I would love a magic wand. My son would go to school. At this point it doesn't look like Alexander will continue with school. We took him out in the fall. There was nowhere to adequately school him, so I started homeschooling him. We had put him into the public school system, with the assurances of the local school that he was going to be integrated and cared for. And that was true for the first two years. But then the principal changed and the new principal was basically like, ‘Need to get all the special needs kids out of this school because it impacts the school's ranking and the standardized testing. And I'm not going to get my promotion if I don't do that.’ Alexander was the last special-needs kid left in that school.

But in a post-pandemic world, where my son could be in a classroom, learning with his peers would be amazing. There are four kids with special needs on our street, not counting Alexander, and all of them are in a homeschooling or private school environment because our public school system doesn't accommodate kids.

When parents with special-needs kids go to the paediatrician, I want the paediatrician to say, ‘This is a tough road, but you have so many resources at your disposal. Here's this handbook that shows you what you qualify for, and here is your publicly funded advocate who's going to help you into the system.’ 

I want nobody to leave the genetics appointment going, ‘Oh my God, what am I going to do?’ 

What’s the sibling relationship like between Alexander and his big sister? 

Sloane, who's 16, can make Alexander laugh harder than anyone else. The first time Alexander laughed out loud, Sloane was behind his high chair and she was leaning around on one side and the other going “Woooooooo,” and he started to laugh. We'd never heard him laugh. We were all spellbound.

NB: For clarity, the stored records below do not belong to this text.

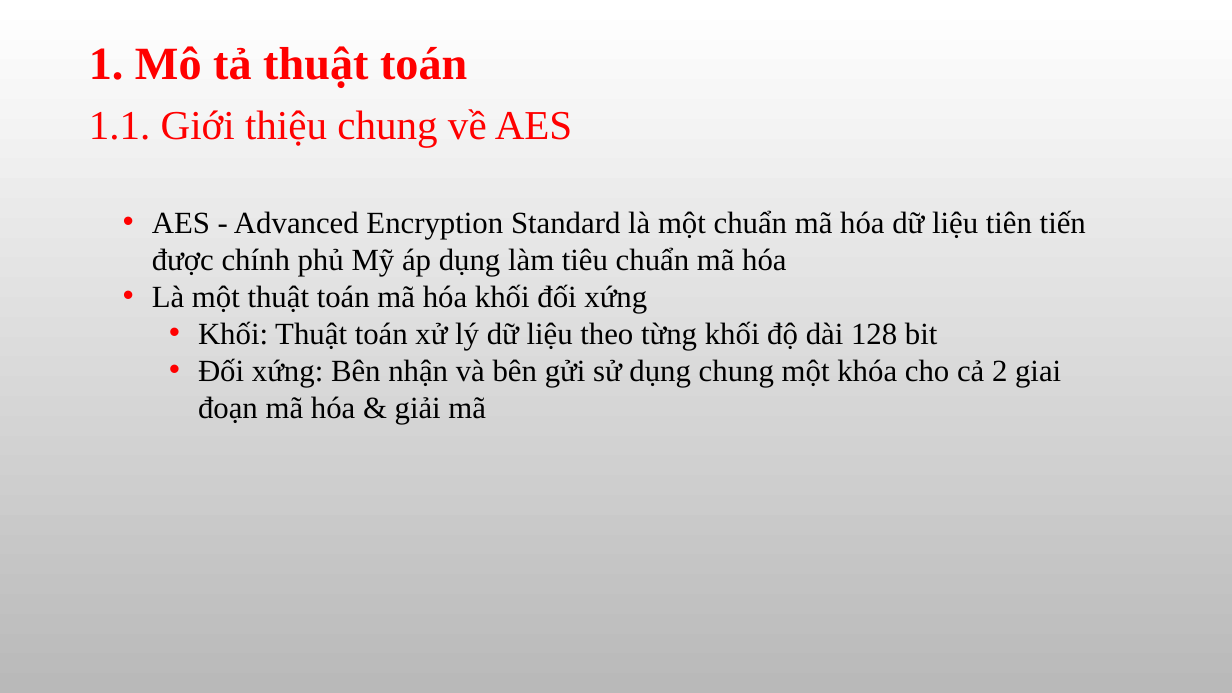
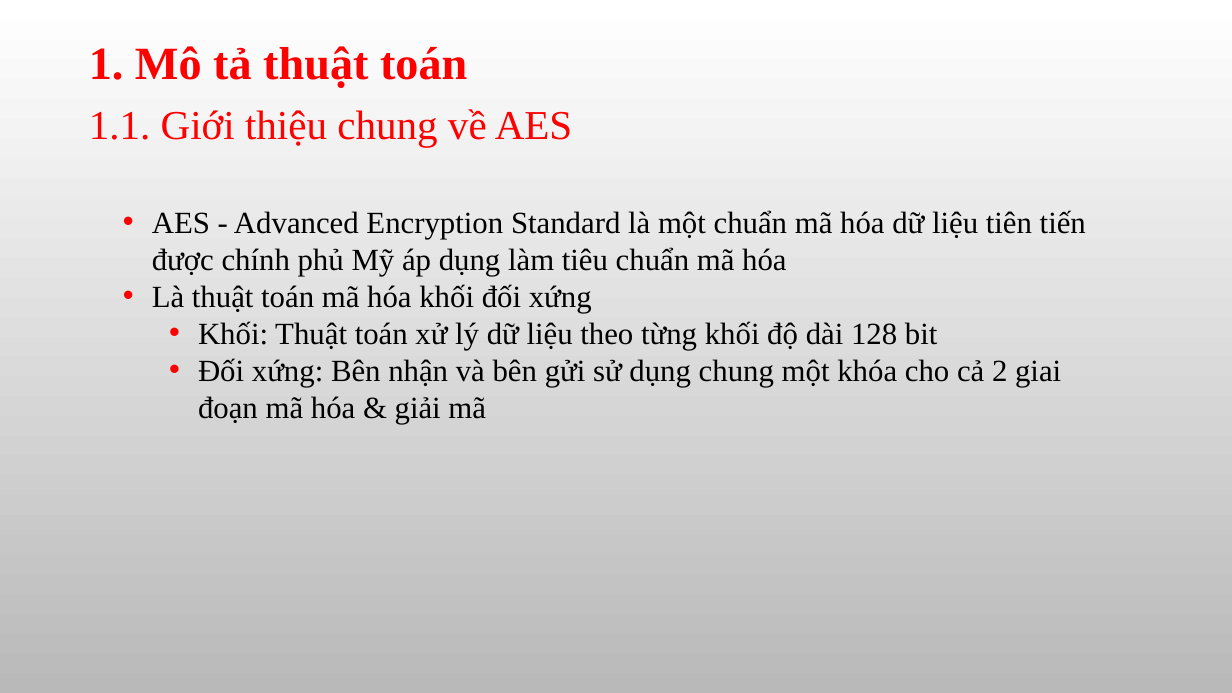
Before and after one commit to hoangtu041997/PM-Final, a slide deck: slide 3 of Slide.pptx. Drawn at 1232x693 pixels with LibreOffice and Linux fonts; fonts in the diff are those of the drawing; background and template pictures are left out. Boxes give left, top, right and bottom in pixels: in the first picture for what was removed or moved away, otherwise in the second. Text is boxed around its words. In the diff, an @@ line names an element or a change of style, - is before the commit and + after.

```diff
--- a/Slide.pptx
+++ b/Slide.pptx
@@ text at (152,284,592,313): text changed @@
-• Là một thuật toán mã hóa khối đối xứng
+• Là thuật toán mã hóa khối đối xứng
```
Also in this commit, not shown: 1 slide added.

Sloane absorbed a lot of the chaos that’s described in the book and Sloane dealt with it. Now we're seeing Sloane ask questions about that time that are so insightful. She's become a special needs consciousness-raiser among her peers and an advocate for diversity in the climate change activism that she does.

They sound like incredible kids. 

For a long time, people would say, ‘Wow, he's doing really well.’ And he was, but when people said he's doing well, it always sounded to me like people were saying, ‘You can let your foot off the gas.’ Whereas all I could see was how far behind he was. And now Alexander is absolutely his own human being. He's making a huge difference in the world of everyone that he knows. It's been amazing to see the softening of the souls of a lot of the people who get to know him, including me.